The $8 million will eliminate a current working capital deficit and provide additional working capital to maintain equipment purchase contracts and the development schedule and other activities related to the Company’s Wolverine Project. Yukon Zinc is currently maintaining the site in a state of readiness for resumption of development activities. Discussions with potential investors, as reported in the Company’s February 26, 2008 news release, continue to progress.
The Offering will consist of up to $8 million of units (“the Units”). Each Unit will consist of one common share and one-half common share purchase warrant and will be priced at $0.135. Each whole warrant entitles the holder to purchase one common share of the Company for $0.17 for a period of two years from the closing date.
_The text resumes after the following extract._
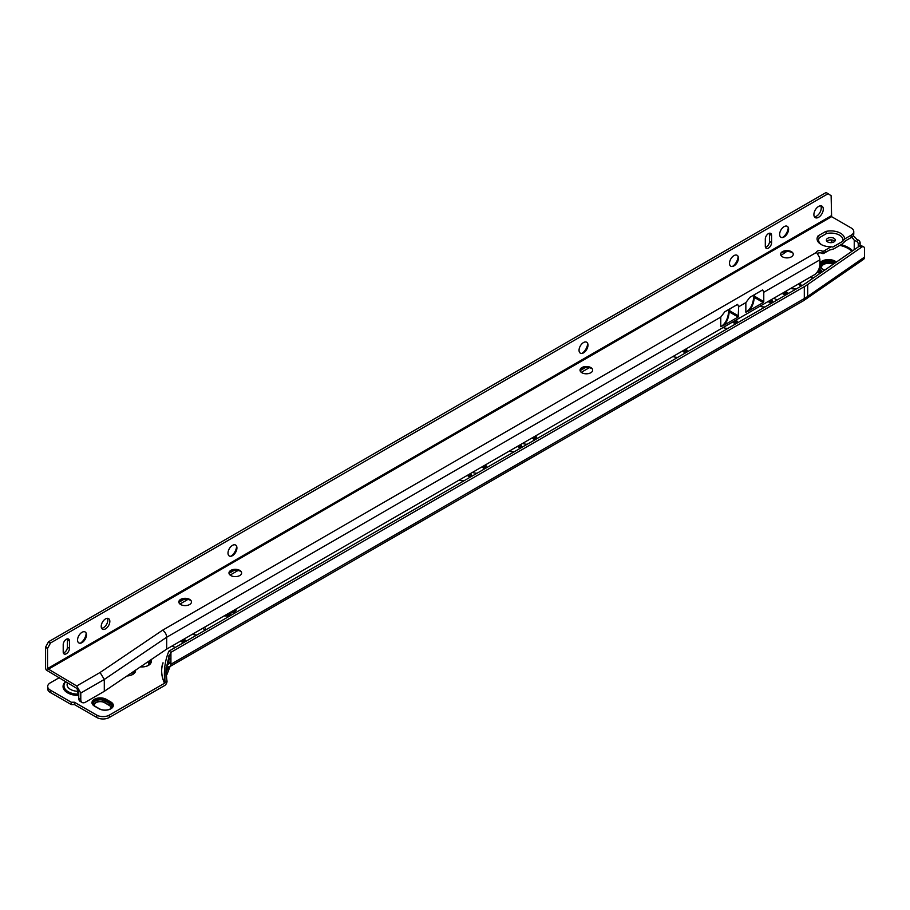 <?xml version="1.0" encoding="UTF-8"?>
<svg xmlns="http://www.w3.org/2000/svg" width="910" height="910" viewBox="0 0 910 910"><rect width="100%" height="100%" fill="white"/><g stroke="black" fill="none" stroke-linecap="round" stroke-linejoin="round"><path stroke-width="1.36" d="M800.595 286.138A6.87 3.97 0 0 0 798.9 284.5A6.87 3.97 0 0 0 798.275 284.182M833.344 264.162A7.041 4.061 0 0 0 823.55 264.253A7.041 4.061 0 0 0 821.491 267.119A7.041 4.061 0 0 0 821.662 268.029M833.116 264.31A7.041 4.061 0 0 0 823.55 264.526A7.041 4.061 0 0 0 821.491 267.256M833.731 263.889A7.2 4.163 0 0 0 823.436 263.82A7.2 4.163 0 0 0 821.32 266.767A7.2 4.163 0 0 0 822.879 269.337M833.446 264.082A7.2 4.163 0 0 0 823.436 264.184A7.2 4.163 0 0 0 821.332 266.949M834.299 263.502A7.644 4.413 0 0 0 823.118 263.274A7.644 4.413 0 0 0 820.877 266.402A7.644 4.413 0 0 0 822.685 269.246M834.026 263.684A7.644 4.413 0 0 0 823.118 263.638A7.644 4.413 0 0 0 820.888 266.584M834.845 263.115A8.088 4.675 0 0 0 822.811 262.74A8.088 4.675 0 0 0 820.433 266.038A8.088 4.675 0 0 0 822.504 269.167M834.584 263.297A8.088 4.675 0 0 0 822.811 263.092A8.088 4.675 0 0 0 820.445 266.22M835.391 262.74A8.531 4.925 0 0 0 822.492 262.194A8.531 4.925 0 0 0 819.99 265.674A8.531 4.925 0 0 0 822.344 269.076M835.141 262.922A8.531 4.925 0 0 0 822.492 262.558A8.531 4.925 0 0 0 820.001 265.856M835.926 262.376A8.975 5.187 0 0 0 822.174 261.648A8.975 5.187 0 0 0 819.864 263.945M835.676 262.546A8.975 5.187 0 0 0 822.174 262.012A8.975 5.187 0 0 0 819.864 264.31M836.392 262.046A9.418 5.437 0 0 0 821.866 261.193A9.418 5.437 0 0 0 819.864 262.899M836.222 262.171A9.418 5.437 0 0 0 821.866 261.466A9.418 5.437 0 0 0 819.864 263.172M822.356 271.76A8.315 4.8 0 0 0 818.852 269.132M822.037 271.988A8.315 4.8 0 0 0 818.579 269.758M821.798 272.147A7.985 4.607 0 0 0 818.477 269.952M821.662 272.249A7.985 4.607 0 0 0 818.363 270.179M821.423 272.409A7.644 4.413 0 0 0 818.261 270.372M821.286 272.511A7.644 4.413 0 0 0 818.135 270.6M821.047 272.67A7.314 4.22 0 0 0 818.033 270.782M820.9 272.772A7.314 4.22 0 0 0 817.897 271.009M820.672 272.932A6.984 4.027 0 0 0 817.783 271.191M819.899 273.455A6.324 3.651 0 0 0 817.248 272.01M819.739 273.569A6.324 3.651 0 0 0 817.078 272.238M772.522 302.643A8.315 4.8 0 0 0 772.567 302.154A8.315 4.8 0 0 0 771.407 299.709M772.544 302.518A8.315 4.8 0 0 0 770.907 300.004M772.226 302.814A7.985 4.607 0 0 0 770.668 300.141M772.215 302.825A7.985 4.607 0 0 0 770.463 300.254M771.896 303.007A7.644 4.413 0 0 0 770.224 300.391M771.862 303.019A7.644 4.413 0 0 0 770.008 300.516M771.555 303.201A7.314 4.22 0 0 0 769.769 300.653M771.521 303.223A7.314 4.22 0 0 0 769.553 300.778M771.214 303.405A6.984 4.027 0 0 0 769.314 300.914M770.52 303.803A6.324 3.651 0 0 0 768.358 301.472M770.463 303.838A6.324 3.651 0 0 0 768.108 301.62M735.087 324.256A7.041 4.061 0 0 0 732.834 321.992M735.007 324.301A7.041 4.061 0 0 0 732.573 322.14M735.326 324.119A7.2 4.163 0 0 0 733.267 321.742M735.235 324.176A7.2 4.163 0 0 0 732.948 321.924M735.792 323.846A7.644 4.413 0 0 0 733.892 321.389M735.712 323.892A7.644 4.413 0 0 0 733.585 321.56M736.258 323.585A8.088 4.675 0 0 0 734.495 321.037M736.19 323.619A8.088 4.675 0 0 0 734.199 321.207M736.713 323.323A8.531 4.925 0 0 0 735.075 320.695M736.656 323.346A8.531 4.925 0 0 0 734.802 320.855M737.168 323.061A8.975 5.187 0 0 0 735.655 320.365M737.123 323.084A8.975 5.187 0 0 0 735.394 320.513M735.974 320.183A9.418 5.437 0 0 1 737.589 322.822A9.418 5.437 0 0 0 736.167 320.07M684.923 353.216A7.041 4.061 0 0 0 682.682 350.976M684.832 353.273A7.041 4.061 0 0 0 682.42 351.123M685.162 353.08A7.2 4.163 0 0 0 683.126 350.714M685.059 353.137A7.2 4.163 0 0 0 682.796 350.907M685.628 352.818A7.644 4.413 0 0 0 683.74 350.361M685.548 352.864A7.644 4.413 0 0 0 683.433 350.532M686.083 352.545A8.088 4.675 0 0 0 684.343 350.009M686.015 352.591A8.088 4.675 0 0 0 684.047 350.179M686.538 352.284A8.531 4.925 0 0 0 684.923 349.679M686.493 352.318A8.531 4.925 0 0 0 684.65 349.827M686.993 352.022A8.975 5.187 0 0 0 685.503 349.338M686.959 352.045A8.975 5.187 0 0 0 685.241 349.486M687.437 351.772A9.418 5.437 0 0 0 686.004 349.053M687.414 351.783A9.418 5.437 0 0 0 685.821 349.156M534.42 440.11A7.041 4.061 0 0 0 532.236 437.903M534.329 440.167A7.041 4.061 0 0 0 531.986 438.04M534.648 439.974A7.2 4.163 0 0 0 532.668 437.642M534.557 440.03A7.2 4.163 0 0 0 532.35 437.835M535.114 439.712A7.644 4.413 0 0 0 533.283 437.289M535.034 439.757A7.644 4.413 0 0 0 532.987 437.46M535.58 439.439A8.088 4.675 0 0 0 533.886 436.948M535.512 439.485A8.088 4.675 0 0 0 533.601 437.107M536.035 439.177A8.531 4.925 0 0 0 534.466 436.607M535.979 439.212A8.531 4.925 0 0 0 534.204 436.766M536.49 438.916A8.975 5.187 0 0 0 535.046 436.277M536.445 438.938A8.975 5.187 0 0 0 534.784 436.425M536.934 438.665A9.418 5.437 0 0 0 535.546 435.981M536.911 438.677A9.418 5.437 0 0 0 535.364 436.095M521.669 447.47A8.315 4.8 0 0 0 521.714 446.981A8.315 4.8 0 0 0 520.634 444.603M521.692 447.345A8.315 4.8 0 0 0 520.133 444.888M519.701 445.138A7.985 4.607 0 0 1 521.362 447.652A7.985 4.607 0 0 0 519.906 445.024M519.257 445.399A7.644 4.413 0 0 1 521.02 447.845A7.644 4.413 0 0 0 519.462 445.274M520.713 448.027A7.314 4.22 0 0 0 519.018 445.536M520.679 448.05A7.314 4.22 0 0 0 518.802 445.661M520.372 448.221A6.984 4.027 0 0 0 518.563 445.798M519.678 448.619A6.324 3.651 0 0 0 517.619 446.344M519.61 448.664A6.324 3.651 0 0 0 517.369 446.491M484.245 469.082A7.041 4.061 0 0 0 482.084 466.875M484.154 469.128A7.041 4.061 0 0 0 481.834 467.023M484.484 468.946A7.2 4.163 0 0 0 482.516 466.625M484.393 469.003A7.2 4.163 0 0 0 482.198 466.807M484.95 468.673A7.644 4.413 0 0 0 483.13 466.273M484.871 468.718A7.644 4.413 0 0 0 482.835 466.443M485.405 468.411A8.088 4.675 0 0 0 483.733 465.92M485.349 468.445A8.088 4.675 0 0 0 483.449 466.091M485.872 468.149A8.531 4.925 0 0 0 484.313 465.59M485.815 468.172A8.531 4.925 0 0 0 484.052 465.738M486.315 467.888A8.975 5.187 0 0 0 484.882 465.26M486.281 467.911A8.975 5.187 0 0 0 484.632 465.397M485.212 465.067A9.418 5.437 0 0 1 486.736 467.638A9.418 5.437 0 0 0 485.394 464.964M471.505 476.43A8.315 4.8 0 0 0 471.551 475.941A8.315 4.8 0 0 0 470.47 473.587M471.528 476.305A8.315 4.8 0 0 0 469.981 473.86M469.549 474.121A7.985 4.607 0 0 1 471.198 476.612A7.985 4.607 0 0 0 469.742 474.008M470.879 476.795A7.644 4.413 0 0 0 469.31 474.258M470.857 476.817A7.644 4.413 0 0 0 469.105 474.372M468.65 474.633A7.314 4.22 0 0 1 470.504 477.011A7.314 4.22 0 0 0 468.866 474.508M470.197 477.193A6.984 4.027 0 0 0 468.411 474.77M469.503 477.591A6.324 3.651 0 0 0 467.467 475.316M469.446 477.625A6.324 3.651 0 0 0 467.217 475.464M148.705 664.493A7.041 4.061 0 0 0 148.876 663.583A7.041 4.061 0 0 0 148.08 661.695M148.876 663.72A7.041 4.061 0 0 0 147.92 661.797M147.488 665.802A7.2 4.163 0 0 0 149.047 663.219A7.2 4.163 0 0 0 148.387 661.479M149.035 663.401A7.2 4.163 0 0 0 148.194 661.615M147.682 665.711A7.644 4.413 0 0 0 149.49 662.855A7.644 4.413 0 0 0 148.887 661.149M149.479 663.037A7.644 4.413 0 0 0 148.705 661.274M147.864 665.619A8.088 4.675 0 0 0 149.934 662.491A8.088 4.675 0 0 0 149.388 660.808M149.923 662.673A8.088 4.675 0 0 0 149.206 660.933M148.034 665.529A8.531 4.925 0 0 0 150.377 662.127A8.531 4.925 0 0 0 149.877 660.478M150.366 662.309A8.531 4.925 0 0 0 149.718 660.592M144.906 666.643A8.975 5.187 0 0 0 148.194 665.438A8.975 5.187 0 0 0 150.821 661.775A8.975 5.187 0 0 0 150.366 660.148M150.81 661.945A8.975 5.187 0 0 0 150.207 660.25M140.424 666.882A9.418 5.437 0 0 0 148.501 665.346A9.418 5.437 0 0 0 151.265 661.502A9.418 5.437 0 0 0 150.821 659.841M151.265 661.638A9.418 5.437 0 0 0 150.696 659.921M133.019 673.536A7.041 4.061 0 0 0 133.201 672.627A7.041 4.061 0 0 0 133.065 671.853M133.201 672.763A7.041 4.061 0 0 0 132.985 671.91M131.813 674.845A7.2 4.163 0 0 0 133.372 672.274A7.2 4.163 0 0 0 133.304 671.694M133.361 672.456A7.2 4.163 0 0 0 133.201 671.751M132.007 674.754A7.644 4.413 0 0 0 133.815 671.91A7.644 4.413 0 0 0 133.759 671.387M133.804 672.092A7.644 4.413 0 0 0 133.679 671.443M132.178 674.663A8.088 4.675 0 0 0 134.259 671.546A8.088 4.675 0 0 0 134.214 671.08M134.248 671.728A8.088 4.675 0 0 0 134.145 671.125M132.348 674.583A8.531 4.925 0 0 0 134.703 671.182A8.531 4.925 0 0 0 134.669 670.772M129.231 675.698A8.975 5.187 0 0 0 132.507 674.492A8.975 5.187 0 0 0 135.146 670.818A8.975 5.187 0 0 0 135.124 670.465M126.979 675.971A9.418 5.437 0 0 0 132.826 674.401A9.418 5.437 0 0 0 135.59 670.545A9.418 5.437 0 0 0 135.556 670.158M117.925 682.102A8.315 4.8 0 0 0 117.936 682.09A8.315 4.8 0 0 0 118.789 681.51M93.309 703.726A6.984 4.027 180 0 1 95.357 701.007A6.984 4.027 180 0 1 105.23 701.007L109.939 703.726A6.984 4.027 180 0 1 111.975 706.444M94.97 706.194A5.881 3.39 180 0 1 94.412 704.761A5.881 3.39 180 0 1 96.141 702.361A5.881 3.39 180 0 1 104.445 702.361L109.154 705.079A5.881 3.39 180 0 1 110.872 707.48A5.881 3.39 180 0 1 110.326 708.913M110.872 707.616A5.881 3.39 0 0 0 109.154 705.352L104.445 702.634A5.881 3.39 0 0 0 96.141 702.634A5.881 3.39 0 0 0 94.424 704.897M95.345 706.433A6.984 4.027 180 0 1 93.309 703.589A6.984 4.027 180 0 1 95.357 700.734A6.984 4.027 180 0 1 105.23 700.734L109.939 703.453A6.984 4.027 180 0 1 111.975 706.308A6.984 4.027 180 0 1 110.269 708.947M95.106 706.296A7.314 4.22 180 0 1 92.979 703.316A7.314 4.22 180 0 1 95.118 700.325A7.314 4.22 180 0 1 105.469 700.325L110.167 703.043A7.314 4.22 180 0 1 112.317 706.035A7.314 4.22 180 0 1 110.394 708.879M92.979 703.453A7.314 4.22 180 0 1 95.118 700.598A7.314 4.22 180 0 1 105.469 700.598L110.167 703.316A7.314 4.22 180 0 1 112.305 706.171M94.879 706.16A7.644 4.413 180 0 1 92.649 703.043A7.644 4.413 180 0 1 94.89 699.927A7.644 4.413 180 0 1 105.708 699.927L110.406 702.634A7.644 4.413 180 0 1 112.647 705.762A7.644 4.413 180 0 1 110.519 708.81M92.649 703.18A7.644 4.413 180 0 1 94.89 700.188A7.644 4.413 180 0 1 105.708 700.188L110.406 702.907A7.644 4.413 180 0 1 112.647 705.898M94.651 706.035A7.985 4.607 180 0 1 92.308 702.77A7.985 4.607 180 0 1 94.651 699.517A7.985 4.607 180 0 1 105.935 699.517L110.645 702.236A7.985 4.607 180 0 1 112.976 705.489A7.985 4.607 180 0 1 108.051 709.743A7.985 4.607 180 0 1 99.349 708.742L94.651 706.035M92.319 702.907A7.985 4.607 180 0 1 94.651 699.79A7.985 4.607 180 0 1 105.935 699.79L110.645 702.497A7.985 4.607 180 0 1 112.976 705.625M94.412 699.289A8.315 4.8 0 0 0 91.978 702.679A8.315 4.8 0 0 0 94.412 706.08L99.122 708.788A8.315 4.8 0 0 0 108.176 709.834A8.315 4.8 0 0 0 113.306 705.398A8.315 4.8 0 0 0 110.872 702.008L106.174 699.289A8.315 4.8 0 0 0 94.412 699.289M113.306 705.443A8.315 4.8 0 0 0 110.872 702.099L106.174 699.38A8.315 4.8 0 0 0 94.412 699.38A8.315 4.8 0 0 0 91.978 702.725M831.296 242.663L831.069 242.469A2.218 1.536 -164 0 1 830.557 242.663M851.601 237.282A24.388 14.082 180 0 1 854.24 240.274L854.24 249.693M78.76 693.977L78.738 695.49A15.515 8.963 180 0 1 67.602 692.863A15.515 8.963 180 0 1 65.395 681.795M204.977 630.312A8.872 5.119 0 0 0 202.987 628.548A8.872 5.119 0 0 0 202.612 628.344M790.847 288.47A6.87 3.97 0 0 0 796.921 288.561M800.277 286.627A6.87 3.97 0 0 0 800.914 284.955A6.87 3.97 0 0 0 800.129 283.112M810.162 277.311A8.315 4.8 0 0 0 813.415 277.959M773.944 298.241L774.831 298.764A8.315 4.8 0 0 0 777.47 299.788M788.367 293.498A8.315 4.8 0 0 0 786.593 291.974L785.694 291.45M723.177 327.577A9.418 5.437 0 0 0 727.898 328.408M522.59 443.466A9.418 5.437 0 0 0 527.22 444.273M472.449 472.438A9.418 5.437 0 0 0 477.056 473.234M228.649 613.306L230.503 614.375L229.093 615.194L227.398 616.059L224.19 615.842M192.351 634.281A8.872 5.119 0 0 0 196.969 634.941M205.58 629.97A8.872 5.119 0 0 0 205.58 629.822A8.872 5.119 0 0 0 204.431 627.297M235.883 609.12L236.145 610.064L234.496 612.282L229.934 613.215L233.802 611.85L235.11 609.575M59.377 677.609L50.278 682.864A8.872 5.119 0 0 0 47.684 686.481A8.872 5.119 0 0 0 50.278 690.098L71.287 702.236L74.427 702.236L96.767 715.123A8.872 5.119 0 0 0 109.314 715.123L164.517 683.251C161.218 675.937 160.706 669.134 162.97 662.833L163.095 662.889C160.797 669.157 161.286 675.937 164.562 683.228L167.03 681.26A3.538 2.047 -60 0 1 165.176 685.128L165.131 685.162A3.321 1.922 -60 0 1 164.517 685.605L109.314 717.478L109.314 715.123M172.138 645.952L172.809 646.339A8.315 4.8 0 0 0 175.448 647.363M186.345 641.072A8.315 4.8 0 0 0 184.559 639.548L183.9 639.161M459.152 480.127A8.315 4.8 0 0 0 464.089 480.719M509.293 451.155A8.315 4.8 0 0 0 514.264 451.758M673.025 356.549A9.418 5.437 0 0 0 677.722 357.38M760.021 306.283A8.315 4.8 0 0 0 765.105 306.932M819.614 266.801A9.418 5.437 0 0 0 824.835 270.043A8.975 5.187 0 0 1 819.717 266.3M782.247 293.441L785.353 295.238M47.684 686.481L47.684 688.836A8.872 5.119 0 0 0 50.278 692.453L71.287 704.579L74.427 704.579L96.767 717.478A8.872 5.119 0 0 0 109.314 717.478M180.453 641.152L183.319 642.813M828.123 242.14A2.218 1.536 -164 0 1 828.1 242.128L826.94 241.241M167.03 681.26C165.54 671.114 166.837 661.468 170.921 652.333L168.885 651.151L802.267 285.467A52.769 30.462 180 0 0 805.475 283.442L859.449 246.098A4.436 2.321 -64.3 0 1 861.372 245.723L863.579 246.781A4.436 2.321 115.7 0 1 864.5 248.817L864.5 257.098A5.096 3.196 55.3 0 1 863.488 259.395L803.246 300.88A5.096 2.946 60 0 0 804.303 298.548L170.921 664.232L167.03 674.333M863.579 246.781A4.436 2.321 115.7 0 0 861.656 247.156L807.693 284.512A55.647 32.134 180 0 1 804.303 286.65L170.921 652.333L170.921 664.232A5.096 2.946 60 0 1 170.033 666.461A5.096 2.946 60 0 1 169.863 666.564M780.973 255.437L786.684 251.49M585.733 367.401L580.091 370.666M234.382 570.251L229.013 573.357M184.195 599.224L178.861 602.306M589.305 367.697L581.274 372.326M238.056 570.49L230.116 575.063M187.881 599.451L179.952 604.035M168.885 655.723L168.885 663.049A2.218 1.285 60 0 1 168.532 663.993A2.218 1.285 60 0 1 168.43 664.061M74.427 704.579L74.427 702.236M71.287 704.579L71.287 702.236M168.885 651.151C164.801 661.069 163.504 671.5 164.983 682.443L164.983 680.452M230.059 613.215L230.071 612.646M230.071 613.192L233.802 611.85M233.802 612.385L235.144 610.257M235.599 609.29L236.122 610.337M228.182 613.579L230.037 614.648M224.474 615.717L227.83 615.638L229.149 614.864L228.012 613.67M224.827 616.024L229.149 614.33M65.6 681.92A14.605 8.429 180 0 0 68.25 691.736A14.605 8.429 180 0 0 78.362 694.205L77.145 691.282L78.476 690.519M831.069 242.469L831.49 241.616L832.764 242.413M860.109 242.743L858.266 244.017A2.218 1.388 -124.7 0 0 856.56 241.389L858.403 240.115A2.218 1.388 55.3 0 1 860.109 242.743L860.109 245.734M858.266 244.017L858.266 246.917M831.49 239.933L831.49 241.616M854.24 240.274L856.56 241.389M858.403 240.115L856.663 239.273A27.266 15.743 0 0 0 853.205 235.713M181.738 640.413L183.627 641.505A6.984 4.027 180 0 1 184.514 642.13M181.966 640.276L183.627 641.231A6.984 4.027 180 0 1 184.696 642.028M182.205 640.139L183.854 641.095A7.314 4.22 180 0 1 184.935 641.891M182.671 639.866L184.093 640.685A7.644 4.413 180 0 1 185.344 641.641M182.444 640.003L183.854 640.822A7.314 4.22 180 0 1 185.105 641.789M183.149 639.593L184.332 640.276A7.985 4.607 180 0 1 185.765 641.413M182.91 639.73L184.093 640.413A7.644 4.413 180 0 1 185.515 641.55M186.163 641.175A8.315 4.8 0 0 0 184.559 639.878L183.615 639.332M183.376 639.468L184.332 640.014A7.985 4.607 180 0 1 185.913 641.322M183.774 642.631L183.149 642.323L183.627 641.231M180.794 640.958L183.149 642.323M472.483 472.426A8.975 5.187 0 0 0 474.281 472.938M522.624 443.454A8.975 5.187 0 0 0 524.444 443.978M673.059 356.527A8.975 5.187 0 0 0 674.958 357.084M723.211 327.554A8.975 5.187 0 0 0 725.122 328.112M783.533 292.701L785.648 293.93A6.984 4.027 180 0 1 786.536 294.556M783.76 292.565L785.648 293.657A6.984 4.027 180 0 1 786.718 294.453M783.999 292.428L785.887 293.521A7.314 4.22 180 0 1 786.957 294.305M784.465 292.155L786.115 293.111A7.644 4.413 180 0 1 787.378 294.066M784.238 292.292L785.887 293.248A7.314 4.22 180 0 1 787.127 294.214M784.943 291.882L786.354 292.701A7.985 4.607 180 0 1 787.787 293.828M784.704 292.019L786.115 292.838A7.644 4.413 180 0 1 787.537 293.976M788.196 293.6A8.315 4.8 0 0 0 786.593 292.292L785.41 291.621M785.171 291.757L786.354 292.428A7.985 4.607 180 0 1 787.946 293.737M785.808 295.056L785.182 294.738L785.648 293.657M782.589 293.248L785.182 294.738M178.826 601.999A6.324 3.651 180 0 1 180.68 599.462L180.68 599.462A6.324 3.651 180 0 1 189.61 599.462A6.324 3.651 180 0 1 191.464 601.999M189.61 604.536A6.324 3.651 180 0 1 182.728 605.321A6.324 3.651 180 0 1 178.826 601.954A6.324 3.651 180 0 1 180.68 599.371A6.324 3.651 180 0 1 187.562 598.587A6.324 3.651 180 0 1 191.464 601.954A6.324 3.651 180 0 1 189.61 604.536M179.452 600.452A7.542 4.357 180 0 1 179.816 600.236A7.542 4.357 180 0 1 190.838 600.452A8.531 4.925 180 0 0 179.486 600.441M228.979 573.027A6.324 3.651 180 0 1 230.821 570.49L230.821 570.49A6.324 3.651 180 0 1 239.762 570.49A6.324 3.651 180 0 1 241.616 573.027M239.762 575.552A6.324 3.651 180 0 1 232.88 576.348A6.324 3.651 180 0 1 228.979 572.981A6.324 3.651 180 0 1 230.821 570.399A6.324 3.651 180 0 1 237.715 569.603A6.324 3.651 180 0 1 241.616 572.981A6.324 3.651 180 0 1 239.762 575.552M229.604 571.48A7.542 4.357 180 0 1 229.957 571.264A7.542 4.357 180 0 1 240.979 571.48A8.531 4.925 180 0 0 229.638 571.457M580.023 370.188A6.324 3.651 180 0 1 581.877 367.663L581.877 367.663A6.324 3.651 180 0 1 590.806 367.663A6.324 3.651 180 0 1 592.66 370.188M590.817 372.725A6.324 3.651 180 0 1 583.924 373.521A6.324 3.651 180 0 1 580.023 370.142A6.324 3.651 180 0 1 581.877 367.572A6.324 3.651 180 0 1 588.759 366.775A6.324 3.651 180 0 1 592.66 370.142A6.324 3.651 180 0 1 590.817 372.725M580.66 368.652A7.542 4.357 180 0 1 581.012 368.425A7.542 4.357 180 0 1 592.035 368.652M780.621 254.288A6.324 3.651 180 0 1 782.475 251.751L782.475 251.751A6.324 3.651 180 0 1 791.416 251.751A6.324 3.651 180 0 1 793.258 254.288M791.416 256.825A6.324 3.651 180 0 1 784.522 257.61A6.324 3.651 180 0 1 780.621 254.243A6.324 3.651 180 0 1 782.475 251.661A6.324 3.651 180 0 1 789.357 250.876A6.324 3.651 180 0 1 793.258 254.243A6.324 3.651 180 0 1 791.416 256.825M781.258 252.741A7.542 4.357 180 0 1 781.61 252.525A7.542 4.357 180 0 1 792.633 252.741A8.531 4.925 180 0 0 781.28 252.73M85.13 631.961A6.324 3.651 -60 0 1 86.404 634.827A6.324 3.651 -60 0 1 81.934 642.574A6.324 3.651 -60 0 1 81.354 642.869A6.324 3.651 -60 0 1 78.817 642.904M82.605 632.006A6.324 3.651 -60 0 1 85.176 631.984A6.324 3.651 -60 0 1 86.018 637.432A6.324 3.651 -60 0 1 81.434 642.915A6.324 3.651 -60 0 1 78.863 642.926A6.324 3.651 -60 0 1 78.01 637.489A6.324 3.651 -60 0 1 82.605 632.006M86.382 634.361A7.542 4.345 -60 0 1 81.525 642.79M86.154 633.28A7.542 4.345 -60 0 1 80.467 643.131A8.531 4.925 -60 0 0 86.154 633.303M86.166 633.565A7.871 4.539 -60 0 1 80.717 643.006M86.166 633.428A8.201 4.732 -60 0 1 80.603 643.063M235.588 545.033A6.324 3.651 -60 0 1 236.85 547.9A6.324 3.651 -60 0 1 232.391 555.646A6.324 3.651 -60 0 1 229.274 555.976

The Units will be sold pursuant to applicable securities law exemptions in the Provinces of Ontario, British Columbia and Alberta and such other provinces of Canada and jurisdictions outside of Canada as determined by the Company. The securities will be subject to the mandatory four month hold period from the closing date. The Offering is subject to receipt of regulatory acceptance.
Yukon Zinc Corporation is focused on the development of the Wolverine deposit as the Yukon’s next significant zinc-silver mine and the exploration of the Finlayson District as Canada’s newest Volcanogenic Massive Sulphide District.
The securities comprising the Offering have not been and will not be registered under the United States Securities Act of 1933, as amended (the “U.S. Securities Act”) or any state securities laws, and may not be offered or sold within the United States or to a U.S. Person unless registered under the U.S. Securities Act and applicable state securities laws or an exemption from such registration is available.